## WORK ORDER
Out of the listing below, copy every line that carries the string "shows".

BEGIN

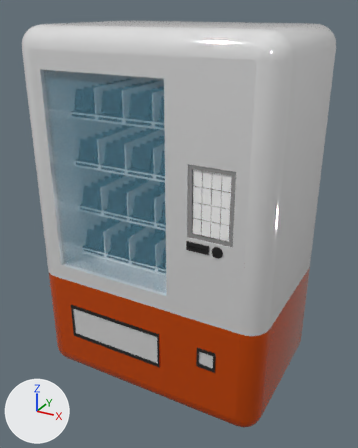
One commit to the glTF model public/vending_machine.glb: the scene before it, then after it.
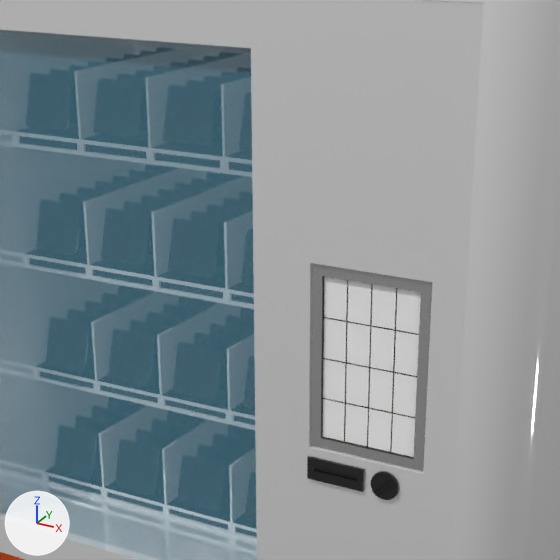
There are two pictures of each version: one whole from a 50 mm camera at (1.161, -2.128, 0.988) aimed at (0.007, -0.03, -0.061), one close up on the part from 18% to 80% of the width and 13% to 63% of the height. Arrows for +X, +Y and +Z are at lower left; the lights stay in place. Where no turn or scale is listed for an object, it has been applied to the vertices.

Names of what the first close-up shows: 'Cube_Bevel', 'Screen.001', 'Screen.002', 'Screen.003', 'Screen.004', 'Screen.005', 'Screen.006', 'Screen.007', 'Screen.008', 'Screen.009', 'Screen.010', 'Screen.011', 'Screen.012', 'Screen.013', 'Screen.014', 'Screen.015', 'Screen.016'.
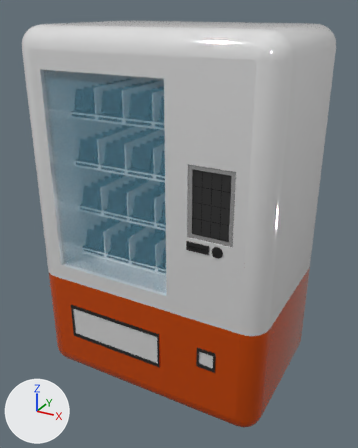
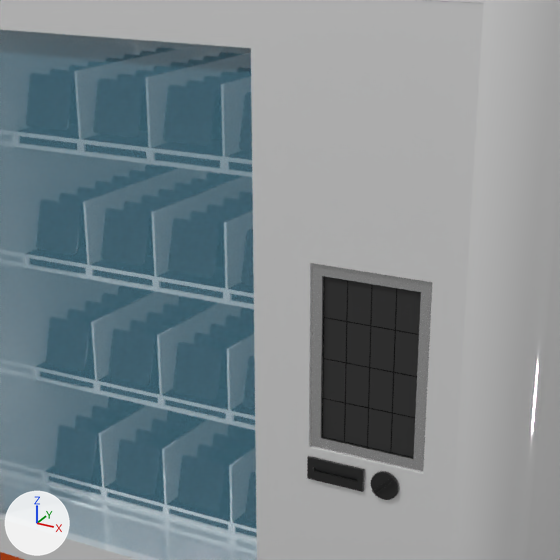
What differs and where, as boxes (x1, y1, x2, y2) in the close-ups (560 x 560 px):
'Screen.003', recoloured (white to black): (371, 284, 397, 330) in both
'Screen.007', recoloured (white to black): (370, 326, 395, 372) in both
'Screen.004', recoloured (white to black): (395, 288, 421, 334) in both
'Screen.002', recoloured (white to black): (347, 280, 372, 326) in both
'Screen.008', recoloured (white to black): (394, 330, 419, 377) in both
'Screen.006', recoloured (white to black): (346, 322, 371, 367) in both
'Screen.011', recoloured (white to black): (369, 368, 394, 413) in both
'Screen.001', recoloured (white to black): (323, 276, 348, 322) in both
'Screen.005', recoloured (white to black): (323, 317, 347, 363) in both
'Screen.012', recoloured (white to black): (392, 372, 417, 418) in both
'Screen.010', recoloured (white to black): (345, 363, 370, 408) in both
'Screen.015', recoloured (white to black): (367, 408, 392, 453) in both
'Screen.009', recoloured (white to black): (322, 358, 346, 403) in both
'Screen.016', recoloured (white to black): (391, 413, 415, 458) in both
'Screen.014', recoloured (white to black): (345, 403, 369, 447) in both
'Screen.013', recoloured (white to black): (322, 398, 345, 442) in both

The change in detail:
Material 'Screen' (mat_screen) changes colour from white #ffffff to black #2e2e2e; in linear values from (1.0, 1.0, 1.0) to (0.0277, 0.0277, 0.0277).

END
BEGIN

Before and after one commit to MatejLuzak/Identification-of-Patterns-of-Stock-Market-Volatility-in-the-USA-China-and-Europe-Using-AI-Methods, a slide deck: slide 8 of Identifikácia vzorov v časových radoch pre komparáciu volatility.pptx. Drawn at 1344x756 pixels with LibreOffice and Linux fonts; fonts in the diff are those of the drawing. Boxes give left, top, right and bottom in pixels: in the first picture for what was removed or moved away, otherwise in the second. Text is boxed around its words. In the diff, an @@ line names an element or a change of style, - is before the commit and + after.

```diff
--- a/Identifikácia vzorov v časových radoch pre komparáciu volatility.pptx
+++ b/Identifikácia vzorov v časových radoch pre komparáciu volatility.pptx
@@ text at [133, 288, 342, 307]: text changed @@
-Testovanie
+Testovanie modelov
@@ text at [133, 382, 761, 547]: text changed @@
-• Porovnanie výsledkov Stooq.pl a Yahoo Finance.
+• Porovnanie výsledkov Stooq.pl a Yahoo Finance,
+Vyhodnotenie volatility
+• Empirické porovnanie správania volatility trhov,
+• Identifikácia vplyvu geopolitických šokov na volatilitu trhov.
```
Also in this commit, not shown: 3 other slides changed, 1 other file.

END
BEGIN

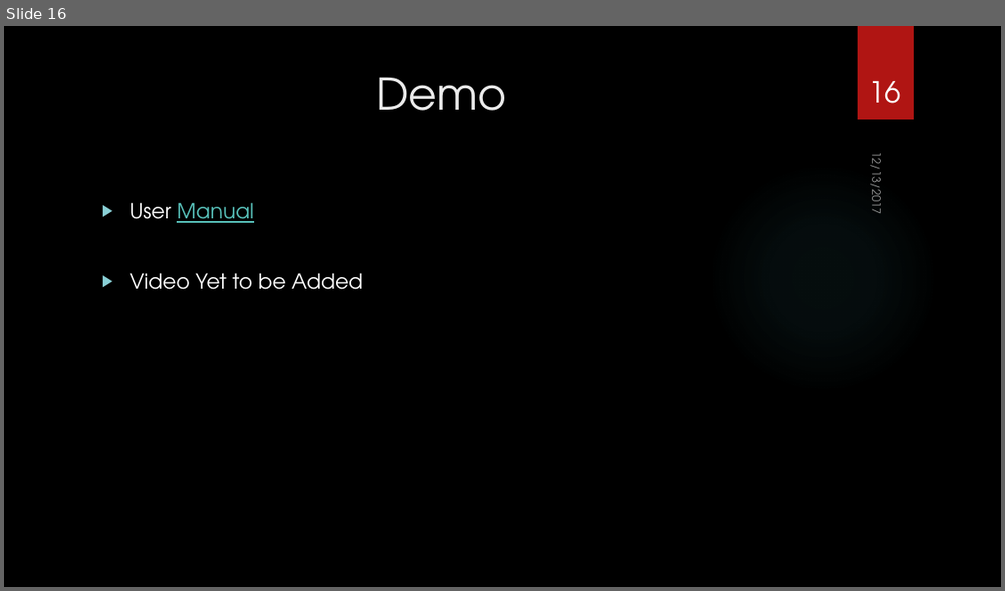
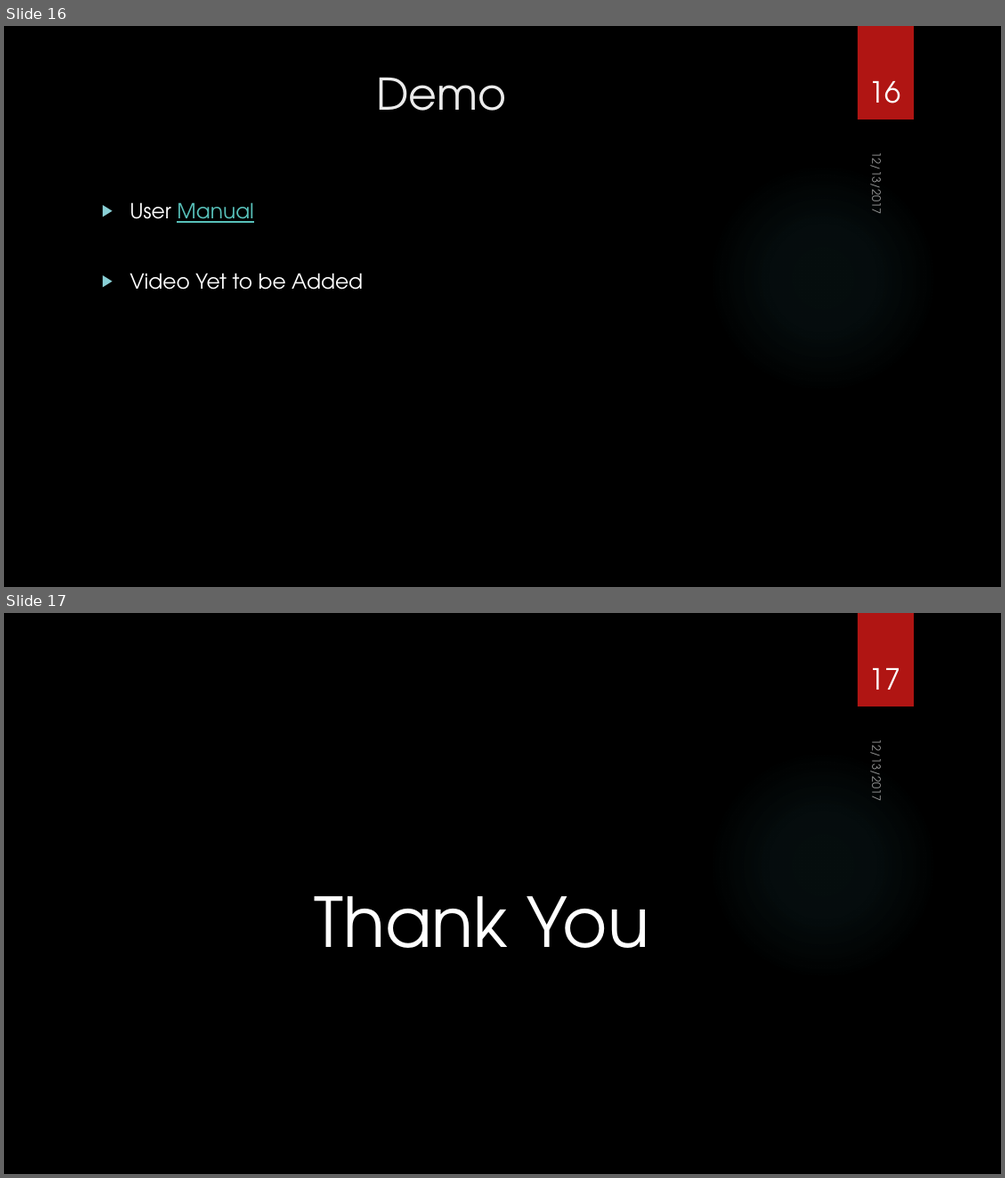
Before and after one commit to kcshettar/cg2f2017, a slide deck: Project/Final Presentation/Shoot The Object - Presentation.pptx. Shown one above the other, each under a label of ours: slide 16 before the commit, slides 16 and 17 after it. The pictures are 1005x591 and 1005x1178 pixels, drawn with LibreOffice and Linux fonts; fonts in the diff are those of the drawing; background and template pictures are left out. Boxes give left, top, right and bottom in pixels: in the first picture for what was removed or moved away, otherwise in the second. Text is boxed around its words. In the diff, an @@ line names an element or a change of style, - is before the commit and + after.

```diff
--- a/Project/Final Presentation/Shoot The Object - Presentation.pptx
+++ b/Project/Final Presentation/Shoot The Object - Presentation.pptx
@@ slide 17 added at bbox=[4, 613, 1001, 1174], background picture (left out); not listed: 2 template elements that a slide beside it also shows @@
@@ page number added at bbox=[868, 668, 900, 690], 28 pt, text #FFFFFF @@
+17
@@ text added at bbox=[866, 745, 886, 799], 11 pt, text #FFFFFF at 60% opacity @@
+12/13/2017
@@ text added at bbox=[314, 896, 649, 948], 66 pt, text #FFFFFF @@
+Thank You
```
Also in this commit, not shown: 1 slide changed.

END

## RESPONSE
Names of what the first close-up shows: 'Cube_Bevel', 'Screen.001', 'Screen.002', 'Screen.003', 'Screen.004', 'Screen.005', 'Screen.006', 'Screen.007', 'Screen.008', 'Screen.009', 'Screen.010', 'Screen.011', 'Screen.012', 'Screen.013', 'Screen.014', 'Screen.015', 'Screen.016'.
@@ slide 17 added at bbox=[4, 613, 1001, 1174], background picture (left out); not listed: 2 template elements that a slide beside it also shows @@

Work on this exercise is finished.